Artificial Intelligence, or AI as it is known, has been around for a long time, though its progress up until now has been relatively slow. While we have robots that can carry out menial tasks and algorithms that can solve highly technical problems, some as life-changing as detecting new forms of cancer, doubts still remain over how a machine will ever reach so-called artificial general intelligence. That is the ability to combine vastly different types of problem-solving capabilities and learn to advance itself along the way – the hallmark of human intelligence.
The landmark in the latest robotic achievement – winning at poker – is that poker is a game played with imperfect information. Unlike with other games such as chess, poker players don’t get to see each other’s hands and are required to bluff and correctly interpret misleading information in order to win.
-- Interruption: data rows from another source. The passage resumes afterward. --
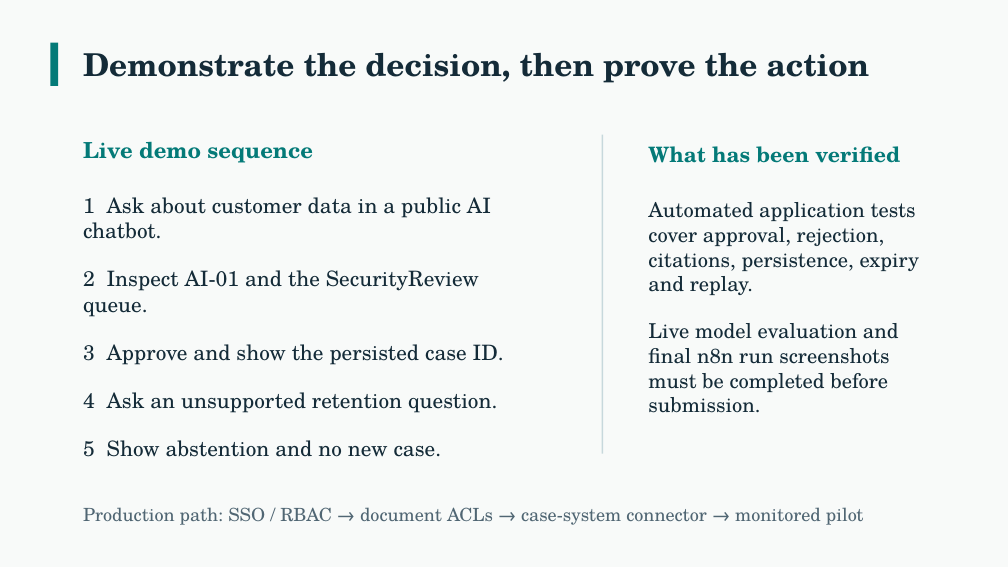
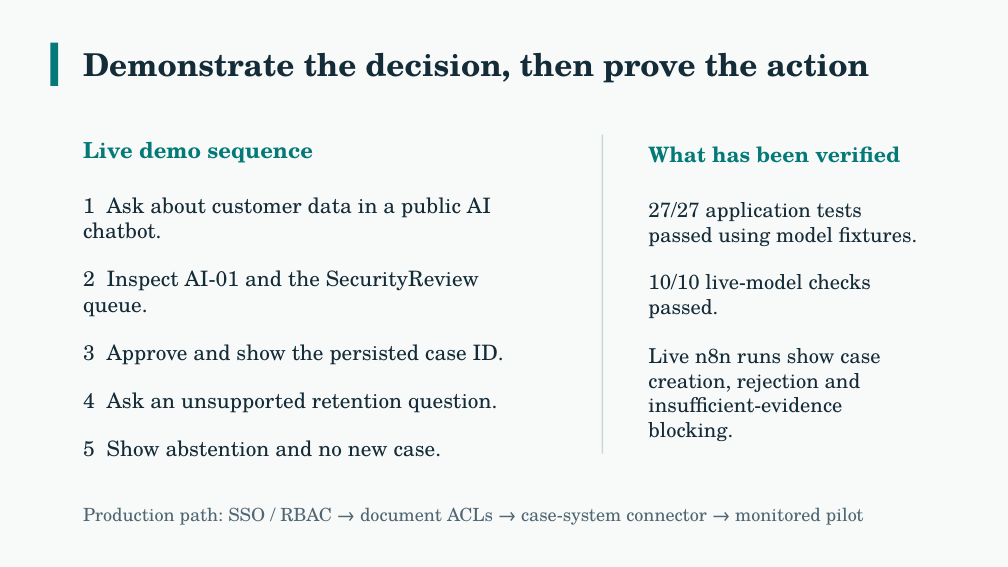
Before and after one commit to shahistatamkeen1/jeen-policy-agent, a slide deck: slide 5 of presentation/Jeen-Policy-Agent.pptx. Drawn at 1008x567 pixels with LibreOffice and Linux fonts; fonts in the diff are those of the drawing. Boxes give left, top, right and bottom in pixels: in the first picture for what was removed or moved away, otherwise in the second. Text is boxed around its words. In the diff, an @@ line names an element or a change of style, - is before the commit and + after.

```diff
--- a/presentation/Jeen-Policy-Agent.pptx
+++ b/presentation/Jeen-Policy-Agent.pptx
@@ text at <box>648,202,918,413</box>: text changed @@
-Automated application tests cover approval, rejection, citations, persistence, expiry and replay.
-Live model evaluation and final n8n run screenshots must be completed before submission.
+27/27 application tests passed using model fixtures.
+10/10 live-model checks passed.
+Live n8n runs show case creation, rejection and insufficient-evidence blocking.
```
Also in this commit, not shown: 11 other files.

Tuomas Sandhol, a professor of computer science at Carnegie Mellon University and creator of the poker-winning machine known as Libratus, described the challenge as one that is so huge and complicated that it has been elusive to AI researchers until now. Even going into the tournament, international betting sites put Libratus as the underdog at 4-1 and expected the humans to win.
Unlike with other such computer robots, Libratus wasn’t told how to play poker, instead it was given the rules and told to learn on its own. According to Sandhol, the bot, as he calls it, started playing randomly and over the course of playing trillions of hands was able to refine its approach and arrive at a winning strategy.
The algorithms that power Libratus aren’t specific to poker, meaning the system could have a variety of applications outside of recreational games, from negotiating business deals to setting military or cybersecurity strategy and planning medical treatment – anywhere where humans are required to carry out strategic reasoning with imperfect information.
The key thing to take away from this experience is that artificial intelligence is not something to be ignored. Now is the time for companies to embrace the phenomenon and learn how humans and computers can play off each other’s strengths to create competitive advantage.
While some tasks will, without doubt, be easily conducted by machines, other more highly-cognitive tasks will require partnerships between machines and individuals. As such, instead of scaremongering about how machines are going to take away our jobs – a recent report from Oxford University estimated that 47 per cent of US jobs could be automated within the next two decades, we need to take the opportunity to adapt our skills to take advantage of what machines are capable of and to work in tandem with them to develop complimentary roles and responsibilities.
In reality we are entering an era of cognitive collaboration in which machines can be used to help us make better decisions and it is time we learnt to use them to our advantage.
Earlier this year, Citigroup released a report entitled digital disruption, in which it said there was a huge cost take-out opportunity for financial institutions from the fast-growing area of regulatory technology. With a staggering $40.6 billion predicted spend on AI by 2024, it is vital we make it work for us. In the future, AI will form a critical part of every business’ infrastructure, making it vital for company decision-makers to understand how this technology can, and will, disrupt traditional models.
As financial firms already accustomed to using technology to help reach our goals, it is time to take things one step further and see how we can improve our customer and user experience. In short, how can financial institutions leverage digital transformation to advance their competitive position, strengthen customer engagement and improve performance?
In the past the focus was on increasing accessibility by facilitating the use of mobile devices. More recently it has been on information insight – providing consumers with products and services that meet their needs when and where they need them. Going forward, the key will be how you handle your data. Done correctly, financial institutions should be able to use this to make informed business decisions, providing their customers with the best possible user experience.
One of the main challenges facing these institutions is data complexity. With the amount of data in the world almost doubling each year, it is a challenge that shows no sign of abating. As a result, learning how best to extract meaningful and actionable intelligence from the raw data is essential if you are to stay ahead of the competition. This is where AI can help, as such tools are able to read, review and analyse vast quantities of disparate data quickly and efficiently. Still, while progress is being made in this area, there is one thing that AI cannot cater for in the short term and that is the fostering and maintenance of client relationships, product creation and innovation, as well as the insights for the future.
So, whatever your plans for the future, it seems embracing AI is a step in the right direction. The fact that no one is yet certain of the full potential of this technological development only enhances the opportunities and, providing you make your move soon, levels the playing field for all participants.